Association for Behavior Analysis International

This symposium explores the use of advanced computational and analytical methods in understanding and predicting complex behavioral phenomena. Presentations will examine how machine learning and nonlinear dynamics can inform both basic behavioral processes and real-world therapeutic outcomes. By using these tools, the speakers aim to address key theoretical and practical challenges in behavior analysis. The presentations will discuss how machine learning and nonlinear dynamics enhance our understanding of real-time associative conditioning processes, uncover hidden patterns in therapeutic interactions, provide new perspectives on behavioral allocation, and reveal complex response patterns in probabilistic schedules of reinforcement. Together, these studies will highlight the potential of computational models to refine existing theories and generate new hypotheses that are more in line with the complexities of real-world behavior. By bridging basic experimental research with practical real-world applications, this symposium aims to expand the scope of what can be measured, predicted, and modified within behavior analysis.

This presentation discusses a real-time machine reinforcement learning model of classical conditioning, originally described by Sutton and Barto (1987) and Ludvig, Sutton, and Kehoe (2012). While discussed in computer science and neuroscience, this promising model is often overlooked in behavior analysis. This model uses a temporal difference algorithm to calculate prediction error, which considers differences in prediction across time rather than within a single discrete trial. Like the Rescorla-Wagner model, prediction error is then used to update expected US values. Temporal relationships between stimuli are captured by allowing some trace of a CS to persist after it has ended. Together, these features enable the model to explain a wide range of temporal conditioning phenomena in addition to those explained by the Rescorla-Wagner model. The presentation will explore the model’s foundations in reinforcement learning, its relationship to other classical conditioning models, its strengths and limitations, and its applications in basic research and teaching within behavior analysis.
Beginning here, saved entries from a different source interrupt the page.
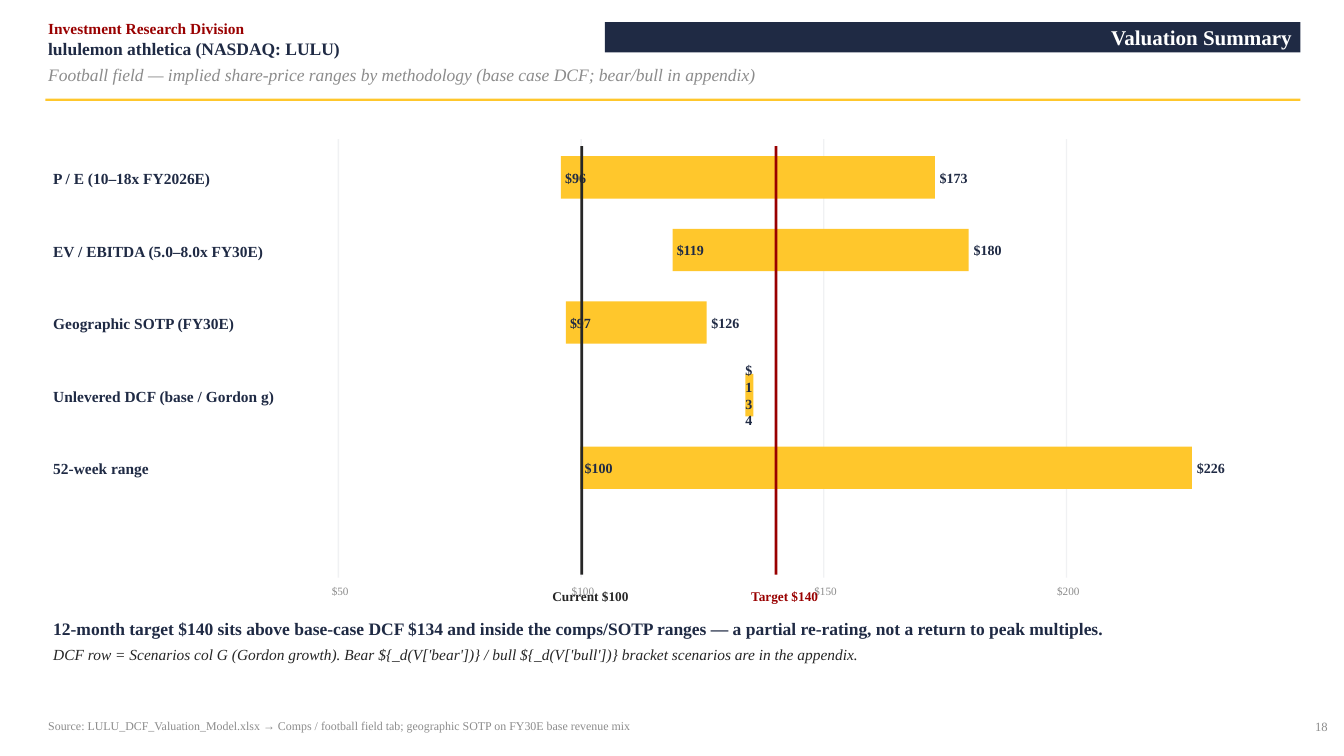
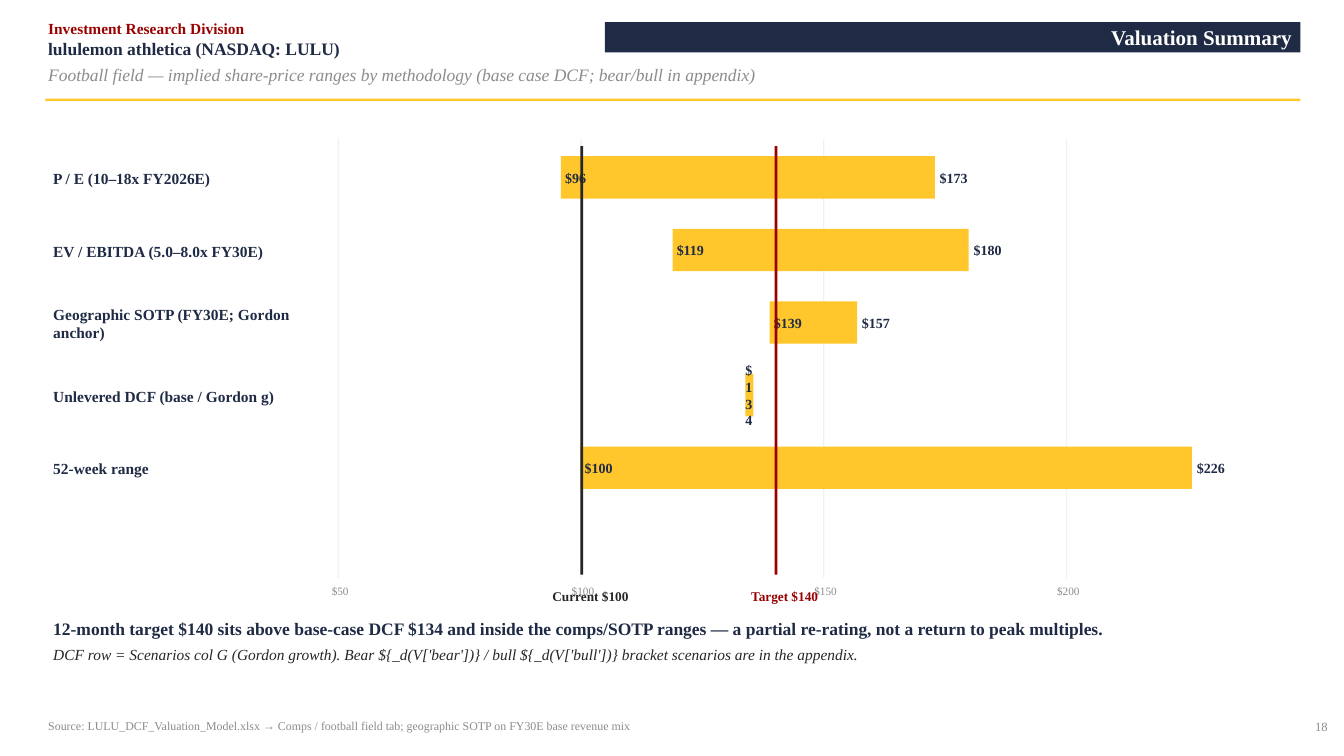
Before and after one commit to vengeanceaiUSC/RM, a slide deck: slide 19 of LULU/LULU_Investment_Pitch_Deck.pptx. Drawn at 1344x756 pixels with LibreOffice and Linux fonts; fonts in the diff are those of the drawing. Boxes give left, top, right and bottom in pixels: in the first picture for what was removed or moved away, otherwise in the second. Text is boxed around its words. In the diff, an @@ line names an element or a change of style, - is before the commit and + after.

```diff
--- a/LULU/LULU_Investment_Pitch_Deck.pptx
+++ b/LULU/LULU_Investment_Pitch_Deck.pptx
@@ text at <box>53,309,289,341</box>: text changed @@
-Geographic SOTP (FY30E)
+Geographic SOTP (FY30E; Gordon anchor)
@@ rectangle "$139": place and size @@
-rectangle "$139" at <box>566,301,707,344</box>
+rectangle "$139" at <box>770,301,858,344</box>
@@ text in rectangle at <box>774,317,802,332</box>: text changed @@
-$97
+$139
@@ text at <box>862,318,890,329</box>: text changed @@
-$126
+$157
```
Also in this commit, not shown: 2 other slides changed, 4 other files.

The matching law states that relative rate of responding equals or “matches” relative rate of reinforcement (Herrnstein, 1961). Herrnstein and Vaughan (1980) proposed melioration as a mechanism for matching. According to melioration, behavior will become allocated to the response alternative with the highest immediate rate of reinforcement. Herrnstein and Vaughan (1980) tested this account against a maximization account which proposes that behavior will become allocated so as to maximize overall rate of reinforcement. Melioration was found to be a better account of matching than maximization. However, according to the quantitative approach taken by machine-based reinforcement learning, melioration and maximization processes should converge to the same results. The discrepancy in empirical results may be due to the extent to which organisms observe environmental states or are sensitive to certain information, a possibility that has been explored empirically. In this talk, we will discuss how the presence or salience of environmental information relates to the melioration and maximization accounts of matching. This will be accomplished through a brief review of empirical work as well as machine-based reinforcement simulations.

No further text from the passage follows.